The next bit was rather easy since the OSG Android sample is already configured for Eclipse. I had to fix up settings with MSYS for bash. Most tutorials refer to cygwin for Linuxy utilities, but I loathe cygwin and I already a have a bunch of MSYS installs floating around through OSGeo4W and Git-bash. The include files and compiler checks are rather strict in Eclipse and any errors in the IDE will prevent uploading the build, be naughty and just delete the errors due to ADT bugs. This is just a proof of concept after all. I had to change a few little things like false to JNI_FALSE to keep the compiler happy. After some toing and froing with gnustl_static, the whole thing built and ran fine.



I wanted to have jpeg textures embedded in the .ive and .osgb files displayed as well as load models with PagedLOD's over http. So I needed to link the little trivial application to curl and jpeg in their Android native incarnations. The hard work has been done already and you can get thirdparty bundles. The first attempt with 8192x8192 textures expectly blew up on the little platform, but atleast libjpeg seemed to be working, I squished textures down to something sane. Libcurl works to download a file hosted on our webserver just fine, but you can't wait for an eternity on this plaform, unless the basefile is a few kb and links to the rest via LOD's the GL context will be lost before the download finishes. Overall it was a fun experiment and I am glad i managed to load a Jesus statue to celebrate this festive season - though it represents death rather than birth.

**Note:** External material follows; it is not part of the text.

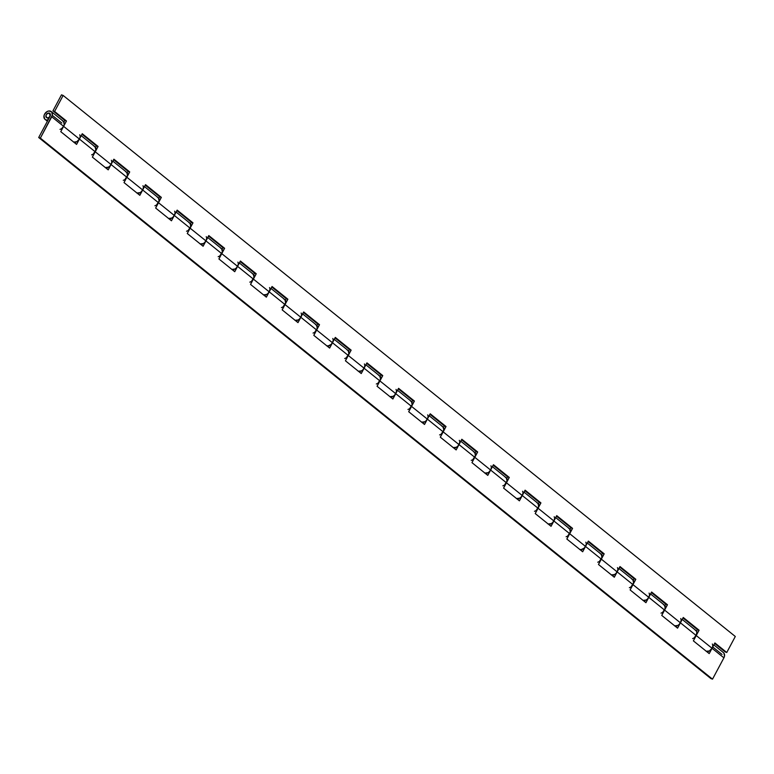 <?xml version="1.0" encoding="UTF-8"?>
<svg xmlns="http://www.w3.org/2000/svg" width="774" height="774" viewBox="0 0 774 774"><rect width="100%" height="100%" fill="white"/><g stroke="black" fill="none" stroke-linecap="round" stroke-linejoin="round"><path stroke-width="1.16" d="M75.784 142.164L75.746 142.126A4.983 3.725 128.8 0 1 73.811 142.174A4.983 3.725 -51.2 0 0 79.422 139.068L63.603 126.336A4.983 3.725 128.8 0 1 60.004 129.374M107.422 167.629L107.373 167.59A4.983 3.725 128.8 0 1 105.438 167.629A4.983 3.725 -51.2 0 0 111.05 164.523L95.241 151.791A4.983 3.725 128.8 0 1 91.632 154.839M139.049 193.084L139.001 193.055A4.983 3.725 128.8 0 1 137.066 193.094A4.983 3.725 -51.2 0 0 142.687 189.988L126.868 177.256A4.983 3.725 128.8 0 1 123.269 180.303M170.686 218.549L170.638 218.51A4.983 3.725 128.8 0 1 168.703 218.549A4.983 3.725 -51.2 0 0 174.314 215.443L158.496 202.711A4.983 3.725 128.8 0 1 154.897 205.758M202.314 244.013L202.266 243.974A4.983 3.725 128.8 0 1 200.331 244.013A4.983 3.725 -51.2 0 0 205.952 240.907L190.133 228.175A4.983 3.725 128.8 0 1 186.524 231.223M233.942 269.468L233.893 269.429A4.983 3.725 128.8 0 1 231.968 269.468A4.983 3.725 -51.2 0 0 237.579 266.362L221.761 253.64A4.983 3.725 128.8 0 1 218.162 256.678M265.579 294.933L265.53 294.894A4.983 3.725 128.8 0 1 263.595 294.933A4.983 3.725 -51.2 0 0 269.207 291.827L253.398 279.095A4.983 3.725 128.8 0 1 249.789 282.142M297.206 320.388L297.158 320.349A4.983 3.725 128.8 0 1 295.223 320.397A4.983 3.725 -51.2 0 0 300.844 317.292L285.026 304.559A4.983 3.725 128.8 0 1 281.426 307.597M328.834 345.852L328.795 345.814A4.983 3.725 128.8 0 1 326.86 345.852A4.983 3.725 -51.2 0 0 332.472 342.747L316.653 330.014A4.983 3.725 128.8 0 1 313.054 333.062M360.471 371.307L360.423 371.278A4.983 3.725 128.8 0 1 358.488 371.317A4.983 3.725 -51.2 0 0 364.099 368.211L348.29 355.479A4.983 3.725 128.8 0 1 344.682 358.526M392.099 396.772L392.05 396.733A4.983 3.725 128.8 0 1 390.115 396.772A4.983 3.725 -51.2 0 0 395.737 393.666L379.918 380.934A4.983 3.725 128.8 0 1 376.319 383.981M423.736 422.236L423.688 422.198A4.983 3.725 128.8 0 1 421.753 422.236A4.983 3.725 -51.2 0 0 427.364 419.131L411.545 406.398A4.983 3.725 128.8 0 1 407.946 409.446M455.364 447.691L455.315 447.653A4.983 3.725 128.8 0 1 453.38 447.691A4.983 3.725 -51.2 0 0 459.001 444.586L443.183 431.863A4.983 3.725 128.8 0 1 439.574 434.901M486.991 473.156L486.943 473.117A4.983 3.725 128.8 0 1 485.017 473.156A4.983 3.725 -51.2 0 0 490.629 470.05L474.81 457.318A4.983 3.725 128.8 0 1 471.211 460.366M518.628 498.611L518.58 498.572A4.983 3.725 128.8 0 1 516.645 498.62A4.983 3.725 -51.2 0 0 522.256 495.515L506.448 482.783A4.983 3.725 128.8 0 1 502.839 485.82M550.256 524.075L550.208 524.037A4.983 3.725 128.8 0 1 548.273 524.075A4.983 3.725 -51.2 0 0 553.894 520.97L538.075 508.237A4.983 3.725 128.8 0 1 534.476 511.285M581.884 549.53L581.845 549.501A4.983 3.725 128.8 0 1 579.91 549.54A4.983 3.725 -51.2 0 0 585.521 546.434L569.703 533.702A4.983 3.725 128.8 0 1 566.104 536.75M613.521 574.995L613.472 574.956A4.983 3.725 128.8 0 1 611.537 574.995A4.983 3.725 -51.2 0 0 617.149 571.889L601.34 559.157A4.983 3.725 128.8 0 1 597.731 562.205M645.148 600.46L645.1 600.421A4.983 3.725 128.8 0 1 643.165 600.46A4.983 3.725 -51.2 0 0 648.786 597.354L632.968 584.622A4.983 3.725 128.8 0 1 629.368 587.669M676.786 625.914L676.737 625.876A4.983 3.725 128.8 0 1 674.802 625.914A4.983 3.725 -51.2 0 0 680.414 622.809L664.595 610.086A4.983 3.725 128.8 0 1 660.996 613.124M708.413 651.379L708.365 651.34A4.983 3.725 128.8 0 1 706.43 651.379A4.983 3.725 -51.2 0 0 712.051 648.273L696.232 635.541A4.983 3.725 128.8 0 1 692.624 638.589M694.965 629.891A4.983 3.725 128.8 0 1 695.768 630.346A4.983 3.725 128.8 0 1 696.494 631.226L694.965 629.891M73.53 142.087L76.732 141.739L79.422 139.068L76.578 144.399L60.759 131.667L66.458 120.996L64.803 120.396L52.942 110.846L54.596 111.456L63.139 95.454L61.485 94.844L52.942 110.846L54.596 111.456L66.458 120.996L64.803 120.396L63.903 122.079L64.803 120.396L52.942 110.846L61.485 94.844L63.139 95.454L54.596 111.456L66.458 120.996L63.603 126.336L79.422 139.068L82.267 133.728L98.085 146.46L95.241 151.791L111.05 164.523L113.904 159.192L129.713 171.925L126.868 177.256L142.687 189.988L145.531 184.647L161.35 197.38L158.496 202.711L174.314 215.443L177.169 210.112L192.978 222.844L190.133 228.175L205.952 240.907L208.796 235.577L224.615 248.299L221.761 253.64L237.579 266.362L240.424 261.031L256.242 273.764L253.398 279.095L269.207 291.827L272.061 286.496L287.87 299.219L285.026 304.559L300.844 317.292L303.689 311.951L319.507 324.683L316.653 330.014L332.472 342.747L335.316 337.416L351.135 350.148L348.29 355.479L364.099 368.211L366.953 362.871L382.762 375.603L379.918 380.934L395.737 393.666L398.581 388.335L414.4 401.067L411.545 406.398L427.364 419.131L430.218 413.8L446.027 426.522L443.183 431.863L459.001 444.586L461.846 439.255L477.664 451.987L474.81 457.318L490.629 470.05L493.473 464.719L509.292 477.442L506.448 482.783L522.256 495.515L525.111 490.174L540.92 502.906L538.075 508.237L553.894 520.97L556.738 515.639L572.557 528.371L569.703 533.702L585.521 546.434L588.366 541.094L604.184 553.826L601.34 559.157L617.149 571.889L620.003 566.558L635.812 579.291L632.968 584.622L648.786 597.354L651.631 592.023L667.449 604.746L665.795 604.146L664.895 605.819L665.795 604.146L651.36 592.526L665.795 604.146L667.449 604.746L664.595 610.086L680.414 622.809L683.268 617.478L699.077 630.21L696.232 635.541L712.051 648.273L714.895 642.942L726.757 652.492L735.3 636.489L63.139 95.454L735.3 636.489L726.757 652.492L725.103 651.882L714.625 643.446L725.103 651.882L726.757 652.492L714.895 642.942L712.051 648.273L723.913 657.823A4.983 3.725 -51.2 0 0 723.496 652.666M663.328 604.436A4.983 3.725 128.8 0 1 664.14 604.891A4.983 3.725 128.8 0 1 664.866 605.761L663.328 604.436M633.277 580.336L634.167 578.681L619.732 567.061L634.167 578.681L635.812 579.291L634.167 578.681L633.267 580.365M631.7 578.971A4.983 3.725 128.8 0 1 632.513 579.426A4.983 3.725 128.8 0 1 633.229 580.297L631.7 578.971M600.073 553.516A4.983 3.725 128.8 0 1 600.876 553.971A4.983 3.725 128.8 0 1 601.601 554.842L600.073 553.516M568.435 528.052A4.983 3.725 128.8 0 1 569.248 528.507A4.983 3.725 128.8 0 1 569.974 529.377L568.435 528.052M538.385 503.961L539.265 502.297L524.84 490.687L539.265 502.297L540.92 502.906L539.265 502.297L538.375 503.98M536.808 502.587A4.983 3.725 128.8 0 1 537.611 503.052A4.983 3.725 128.8 0 1 538.336 503.922L536.808 502.587M505.18 477.132A4.983 3.725 128.8 0 1 505.983 477.587A4.983 3.725 128.8 0 1 506.709 478.458L505.18 477.132M473.543 451.668A4.983 3.725 128.8 0 1 474.356 452.122A4.983 3.725 128.8 0 1 475.072 453.003L473.543 451.668M443.492 427.577L444.373 425.923L429.947 414.303L444.373 425.923L446.027 426.522L444.373 425.923L443.483 427.596M441.915 426.213A4.983 3.725 128.8 0 1 442.718 426.668A4.983 3.725 128.8 0 1 443.444 427.538L441.915 426.213M410.278 400.748A4.983 3.725 128.8 0 1 411.091 401.203A4.983 3.725 128.8 0 1 411.816 402.074L410.278 400.748M378.65 375.293A4.983 3.725 128.8 0 1 379.463 375.748A4.983 3.725 128.8 0 1 380.179 376.619L378.65 375.293M348.6 351.193L349.48 349.538L335.045 337.919L349.48 349.538L351.135 350.148L349.48 349.538L348.581 351.222M347.023 349.829A4.983 3.725 128.8 0 1 347.826 350.283A4.983 3.725 128.8 0 1 348.552 351.154L347.023 349.829M316.963 325.738L317.853 324.074L303.418 312.464L317.853 324.074L319.507 324.683L317.853 324.074L316.953 325.757M315.386 324.364A4.983 3.725 128.8 0 1 316.198 324.828A4.983 3.725 128.8 0 1 316.924 325.699L315.386 324.364M283.758 298.909A4.983 3.725 128.8 0 1 284.561 299.364A4.983 3.725 128.8 0 1 285.287 300.235L283.758 298.909M252.131 273.445A4.983 3.725 128.8 0 1 252.934 273.899A4.983 3.725 128.8 0 1 253.659 274.78L252.131 273.445M220.493 247.99A4.983 3.725 128.8 0 1 221.306 248.444A4.983 3.725 128.8 0 1 222.022 249.315L220.493 247.99M188.866 222.525A4.983 3.725 128.8 0 1 189.669 222.98A4.983 3.725 128.8 0 1 190.394 223.85L188.866 222.525M158.805 198.434L159.696 196.77L145.26 185.16L159.696 196.77L161.35 197.38L159.696 196.77L158.796 198.454M157.228 197.07A4.983 3.725 128.8 0 1 158.041 197.525A4.983 3.725 128.8 0 1 158.767 198.396L157.228 197.07M127.178 172.97L128.068 171.315L113.633 159.696L128.068 171.315L129.713 171.925L128.068 171.315L127.168 172.999M125.601 171.605A4.983 3.725 128.8 0 1 126.414 172.06A4.983 3.725 128.8 0 1 127.13 172.931L125.601 171.605M93.973 146.141A4.983 3.725 128.8 0 1 94.776 146.605A4.983 3.725 128.8 0 1 95.502 147.476L93.973 146.141M62.336 120.686A4.983 3.725 128.8 0 1 63.149 121.141A4.983 3.725 128.8 0 1 63.874 122.011L62.336 120.686M696.532 631.284L697.422 629.601L682.997 617.981L697.422 629.601L699.077 630.21L697.422 629.601L696.532 631.284M601.63 554.9L602.53 553.216L588.095 541.606L602.53 553.216L604.184 553.826L602.53 553.216L601.63 554.9M570.003 529.445L570.902 527.762L556.467 516.142L570.902 527.762L572.557 528.371L570.902 527.762L570.003 529.445M506.738 478.526L507.638 476.842L493.202 465.222L507.638 476.842L509.292 477.442L507.638 476.842L506.738 478.526M475.11 453.061L476.01 451.377L461.575 439.758L476.01 451.377L477.664 451.987L476.01 451.377L475.11 453.061M411.845 402.141L412.745 400.458L398.31 388.838L412.745 400.458L414.4 401.067L412.745 400.458L411.845 402.141M380.218 376.677L381.118 374.993L366.683 363.383L381.118 374.993L382.762 375.603L381.118 374.993L380.218 376.677M285.325 300.302L286.216 298.619L271.79 286.999L286.216 298.619L287.87 299.219L286.216 298.619L285.325 300.302M253.688 274.838L254.588 273.154L240.153 261.535L254.588 273.154L256.242 273.764L254.588 273.154L253.688 274.838M222.061 249.373L222.96 247.699L208.525 236.08L222.96 247.699L224.615 248.299L222.96 247.699L222.061 249.373M190.433 223.918L191.323 222.235L176.898 210.615L191.323 222.235L192.978 222.844L191.323 222.235L190.433 223.918M95.531 147.534L96.431 145.851L81.996 134.241L96.431 145.851L98.085 146.46L96.431 145.851L95.531 147.534M79.722 134.802A4.983 3.725 128.8 0 1 79.422 139.068L76.578 144.399L60.759 131.667L63.603 126.336L51.742 116.787L63.603 126.336L61.717 128.523M80.032 137.308L79.422 139.068L95.241 151.791L79.422 139.068L82.267 133.728L98.085 146.46L93.344 153.978M105.158 167.542L108.37 167.203L109.898 166.081L113.904 159.192L129.713 171.925L124.982 179.442M136.785 193.007L139.997 192.668L141.526 191.546L145.531 184.647L161.35 197.38L156.609 204.897M168.422 218.462L171.635 218.123L173.153 217.001L177.169 210.112L192.978 222.844L188.246 230.362M200.05 243.926L203.262 243.587L204.791 242.465L208.796 235.577L224.615 248.299L219.874 255.826M231.687 269.381L234.89 269.042L236.418 267.92L240.424 261.031L256.242 273.764L251.502 281.281M263.315 294.846L266.527 294.507L268.056 293.385L272.061 286.496L287.87 299.219L283.139 306.746M294.942 320.31L298.154 319.962L299.683 318.849L303.689 311.951L319.507 324.683L314.766 332.201M326.58 345.765L328.128 345.939L331.311 344.304L335.316 337.416L351.135 350.148L346.394 357.665M358.207 371.23L361.419 370.891L362.948 369.769L366.953 362.871L382.762 375.603L378.031 383.12M389.835 396.685L393.047 396.346L394.576 395.224L398.581 388.335L414.4 401.067L409.659 408.585M421.472 422.149L424.684 421.811L426.203 420.688L430.218 413.8L446.027 426.522L441.296 434.05M453.1 447.604L456.312 447.266L457.84 446.143L461.846 439.255L477.664 451.987L472.924 459.504M484.737 473.069L487.939 472.73L489.468 471.608L493.473 464.719L509.292 477.442L504.551 484.969M516.364 498.533L519.577 498.185L521.105 497.072L525.111 490.174L540.92 502.906L536.189 510.424M547.992 523.988L551.204 523.65L552.733 522.527L556.738 515.639L572.557 528.371L567.816 535.889M579.629 549.453L581.177 549.627L584.36 547.992L588.366 541.094L604.184 553.826L599.444 561.344M611.257 574.908L614.469 574.569L615.998 573.447L620.003 566.558L635.812 579.291L631.081 586.808M642.884 600.372L646.096 600.034L647.625 598.912L651.631 592.023L667.449 604.746L662.708 612.273M674.522 625.827L677.734 625.489L679.253 624.366L683.268 617.478L699.077 630.21L694.346 637.728M706.149 651.292L709.361 650.953L712.051 648.273L709.197 653.604L693.378 640.872L696.232 635.541A4.983 3.725 -51.2 0 0 695.816 630.384L696.648 631.052M723.835 653.004L724.522 656.062L723.913 657.823L712.515 679.156L710.861 678.546L38.7 137.511L40.354 138.12L38.7 137.511L710.861 678.546L712.515 679.156L40.354 138.12L52.361 115.026L51.674 111.969L48.926 110.963L47.262 111.475L44.582 114.155L43.973 115.916L44.65 118.973L45.85 119.806A4.983 3.725 -51.2 0 0 48.065 119.854L48.114 117.832L48.878 118.451L48.114 117.832L48.065 119.854A4.983 3.725 128.8 0 1 45.85 119.806A4.983 3.725 128.8 0 1 45.076 119.38A4.983 3.725 128.8 0 1 44.882 113.652A4.983 3.725 128.8 0 1 50.474 111.137A4.983 3.725 128.8 0 1 51.326 111.63A4.983 3.725 128.8 0 1 51.742 116.787L40.354 138.12L712.515 679.156L723.913 657.823L712.051 648.273L709.197 653.604L693.378 640.872L696.232 635.541L680.414 622.809L696.232 635.541L696.823 632.097L696.155 630.723M46.479 117.561L46.914 117.803A2.68 2.012 128.8 0 1 46.334 117.425A2.68 2.012 128.8 0 1 46.479 114.368A2.68 2.012 128.8 0 1 49.41 113.139L47.678 113.323L46.237 114.765L45.918 116.622L46.914 117.803L45.918 116.622L46.237 114.765L47.678 113.323L49.41 113.139A2.68 2.012 128.8 0 1 49.991 113.517A2.68 2.012 128.8 0 1 49.846 116.574A2.68 2.012 128.8 0 1 46.914 117.803A2.68 2.012 128.8 0 0 48.114 117.832L46.914 117.803C45.26 115.297 46.092 113.739 49.41 113.139L49.846 113.381M49.41 113.139L50.407 114.32L49.41 113.139L50.087 116.177L38.7 137.511L50.087 116.177L50.407 114.32L50.087 116.177L48.646 117.619L46.914 117.803M712.341 644.016A4.983 3.725 128.8 0 1 712.051 648.273L712.661 646.513M680.714 618.552A4.983 3.725 128.8 0 1 680.414 622.809L677.569 628.149L661.751 615.417L664.595 610.086A4.983 3.725 -51.2 0 0 664.179 604.929L665.021 605.597M649.076 593.097A4.983 3.725 128.8 0 1 648.786 597.354L664.595 610.086L648.786 597.354L645.932 602.685L630.123 589.952L632.968 584.622A4.983 3.725 -51.2 0 0 632.551 579.465L633.384 580.132M617.449 567.632A4.983 3.725 128.8 0 1 617.149 571.889L632.968 584.622L617.149 571.889L614.304 577.23L598.486 564.498L601.34 559.157A4.983 3.725 -51.2 0 0 600.924 554L601.756 554.677M585.821 542.177A4.983 3.725 128.8 0 1 585.521 546.434L601.34 559.157L585.521 546.434L582.677 551.765L566.858 539.033L569.703 533.702A4.983 3.725 -51.2 0 0 569.287 528.545L570.128 529.213M554.184 516.713A4.983 3.725 128.8 0 1 553.894 520.97L569.703 533.702L553.894 520.97L551.04 526.301L535.231 513.578L538.075 508.237A4.983 3.725 -51.2 0 0 537.659 503.081M522.556 491.248A4.983 3.725 128.8 0 1 522.256 495.515L538.075 508.237L522.256 495.515L519.412 500.846L503.593 488.113L506.448 482.783A4.983 3.725 -51.2 0 0 506.032 477.626L506.864 478.293M490.929 465.793A4.983 3.725 128.8 0 1 490.629 470.05L506.448 482.783L490.629 470.05L487.784 475.381L471.966 462.649L474.81 457.318A4.983 3.725 -51.2 0 0 474.394 452.161L475.226 452.829M459.292 440.329A4.983 3.725 128.8 0 1 459.001 444.586L474.81 457.318L459.001 444.586L456.147 449.926L440.329 437.194L443.183 431.863A4.983 3.725 -51.2 0 0 442.767 426.706L443.599 427.374M427.664 414.874A4.983 3.725 128.8 0 1 427.364 419.131L443.183 431.863L427.364 419.131L424.52 424.462L408.701 411.729L411.545 406.398A4.983 3.725 -51.2 0 0 411.129 401.242L411.971 401.909M396.027 389.409A4.983 3.725 128.8 0 1 395.737 393.666L411.545 406.398L395.737 393.666L392.882 399.007L377.073 386.274L379.918 380.934A4.983 3.725 -51.2 0 0 379.502 375.777L380.334 376.454M364.399 363.954A4.983 3.725 128.8 0 1 364.099 368.211L379.918 380.934L364.099 368.211L361.255 373.542L345.436 360.81L348.29 355.479A4.983 3.725 -51.2 0 0 347.874 350.322L348.706 350.99M332.772 338.49A4.983 3.725 128.8 0 1 332.472 342.747L348.29 355.479L332.472 342.747L329.627 348.077L313.809 335.355L316.653 330.014A4.983 3.725 -51.2 0 0 316.237 324.857M301.134 313.025A4.983 3.725 128.8 0 1 300.844 317.292L316.653 330.014L300.844 317.292L297.99 322.623L282.181 309.89L285.026 304.559A4.983 3.725 -51.2 0 0 284.609 299.403M269.507 287.57A4.983 3.725 128.8 0 1 269.207 291.827L285.026 304.559L269.207 291.827L266.362 297.158L250.544 284.426L253.398 279.095A4.983 3.725 -51.2 0 0 252.982 273.938L253.814 274.606M237.879 262.105A4.983 3.725 128.8 0 1 237.579 266.362L253.398 279.095L237.579 266.362L234.735 271.703L218.916 258.971L221.761 253.64A4.983 3.725 -51.2 0 0 221.345 248.483L222.177 249.151M206.242 236.65A4.983 3.725 128.8 0 1 205.952 240.907L221.761 253.64L205.952 240.907L203.098 246.238L187.279 233.506L190.133 228.175A4.983 3.725 -51.2 0 0 189.717 223.018L190.549 223.686M174.614 211.186A4.983 3.725 128.8 0 1 174.314 215.443L190.133 228.175L174.314 215.443L171.47 220.784L155.651 208.051L158.496 202.711A4.983 3.725 -51.2 0 0 158.08 197.554L158.922 198.231M142.977 185.721A4.983 3.725 128.8 0 1 142.687 189.988L158.496 202.711L142.687 189.988L139.833 195.319L124.024 182.587L126.868 177.256A4.983 3.725 -51.2 0 0 126.452 172.099L127.284 172.766M111.35 160.266A4.983 3.725 128.8 0 1 111.05 164.523L126.868 177.256L111.05 164.523L108.205 169.854L92.387 157.132L95.241 151.791A4.983 3.725 -51.2 0 0 94.825 146.634L95.657 147.312M707.813 652.492L708.442 651.321L707.813 652.492M75.194 143.287L75.823 142.106L75.194 143.287M106.822 168.742L107.451 167.571L106.822 168.742M138.449 194.206L139.078 193.026L138.449 194.206M170.087 219.661L170.715 218.491L170.087 219.661M201.714 245.126L202.343 243.955L201.714 245.126M233.351 270.59L233.971 269.41L233.351 270.59M264.979 296.045L265.608 294.875L264.979 296.045M296.606 321.51L297.235 320.33L296.606 321.51M328.244 346.965L328.873 345.794L328.244 346.965M359.871 372.429L360.5 371.249L359.871 372.429M391.499 397.884L392.128 396.714L391.499 397.884M423.136 423.349L423.765 422.178L423.136 423.349M454.764 448.814L455.393 447.633L454.764 448.814M486.401 474.269L487.02 473.098L486.401 474.269M518.029 499.733L518.657 498.553L518.029 499.733M549.656 525.188L550.285 524.017L549.656 525.188M581.293 550.653L581.922 549.472L581.293 550.653M612.921 576.117L613.55 574.937L612.921 576.117M644.549 601.572L645.177 600.401L644.549 601.572M676.186 627.037L676.815 625.856L676.186 627.037M63.536 121.518L64.223 124.575L63.603 126.336A4.983 3.725 -51.2 0 0 63.187 121.179L64.029 121.847M75.746 142.126L73.811 142.174M111.669 162.763L108.205 169.854L92.387 157.132L95.85 150.04L95.163 146.983M107.373 167.59L105.438 167.629M143.296 188.227L139.833 195.319L124.024 182.587L127.478 175.495L126.801 172.438M139.001 193.055L137.066 193.094M174.924 213.682L171.47 220.784L155.651 208.051L159.115 200.959L158.428 197.902M170.638 218.51L168.703 218.549M206.561 239.147L203.098 246.238L187.279 233.506L190.743 226.414L190.056 223.357M202.266 243.974L200.331 244.013M238.189 264.611L234.735 271.703L218.916 258.971L222.38 251.879L221.693 248.822M233.893 269.429L231.968 269.468M269.826 290.066L266.362 297.158L250.544 284.426L254.007 277.334L253.321 274.277M265.53 294.894L263.595 294.933M301.454 315.531L297.99 322.623L282.181 309.89L285.635 302.798L284.948 299.741M297.158 320.349L295.223 320.397M333.081 340.986L329.627 348.077L313.809 335.355L317.272 328.263L316.585 325.206M328.795 345.814L326.86 345.852M364.718 366.45L361.255 373.542L345.436 360.81L348.9 353.718L348.213 350.661M360.423 371.278L358.488 371.317M396.346 391.915L392.882 399.007L377.073 386.274L380.527 379.183L379.85 376.125M392.05 396.733L390.115 396.772M427.974 417.37L424.52 424.462L408.701 411.729L412.165 404.638L411.478 401.58M423.688 422.198L421.753 422.236M459.611 442.834L456.147 449.926L440.329 437.194L443.792 430.102L443.105 427.045M455.315 447.653L453.38 447.691M491.238 468.289L487.784 475.381L471.966 462.649L475.43 455.557L474.743 452.5M486.943 473.117L485.017 473.156M522.876 493.754L519.412 500.846L503.593 488.113L507.057 481.022L506.37 477.964M518.58 498.572L516.645 498.62M554.503 519.209L551.04 526.301L535.231 513.578L538.685 506.486L537.998 503.429M550.208 524.037L548.273 524.075M586.131 544.673L582.677 551.765L566.858 539.033L570.322 531.941L569.635 528.884M581.845 549.501L579.91 549.54M617.768 570.138L614.304 577.23L598.486 564.498L601.949 557.406L601.263 554.348M613.472 574.956L611.537 574.995M649.396 595.593L645.932 602.685L630.123 589.952L633.577 582.861L632.9 579.803M645.1 600.421L643.165 600.46M681.033 621.058L677.569 628.149L661.751 615.417L665.214 608.325L664.527 605.268M676.737 625.876L674.802 625.914M708.365 651.34L706.43 651.379M537.669 503.09L538.491 503.758M316.247 324.867L317.079 325.535M284.619 299.403L285.442 300.07M45.037 119.351L47.388 121.237M713.851 644.897L723.448 652.627M682.213 619.442L695.768 630.346M650.586 593.977L664.14 604.891M618.958 568.522L632.513 579.426M587.321 543.058L600.876 553.971M555.693 517.593L569.248 528.507M524.056 492.138L537.611 503.052M492.428 466.674L505.983 477.587M460.801 441.219L474.356 452.122M429.164 415.754L442.718 426.668M397.536 390.299L411.091 401.203M365.909 364.835L379.463 375.748M334.271 339.37L347.826 350.283M302.644 313.915L316.198 324.819M271.006 288.45L284.561 299.364M239.379 262.996L252.934 273.899M207.751 237.531L221.306 248.444M176.114 212.076L189.669 222.98M144.486 186.611L158.041 197.525M112.859 161.147L126.414 172.06M81.222 135.692L94.776 146.596M51.287 111.591L63.149 121.141M52.293 115.355L61.823 123.027M712.748 646.967L722.007 654.417"/></g></svg>

Thursday, November 8, 2012

Blender as a Python module, happy coding from Eclipse

This post is going to be a reminder to self in-case I ever need to do this again, or I am cloned and the clone is wondering how the original spent his time.

Get Blender source
Set options as pointed by IdeasMan to build as Python module
Compile with Visual Studio
Set BLENDER_SYSTEM_SCRIPTS as an environment variable, small undocumented caveat where reading the source actually helps.


Import Bpy and Python 3.2 in Eclipse and use Blender algorithms in headless mode.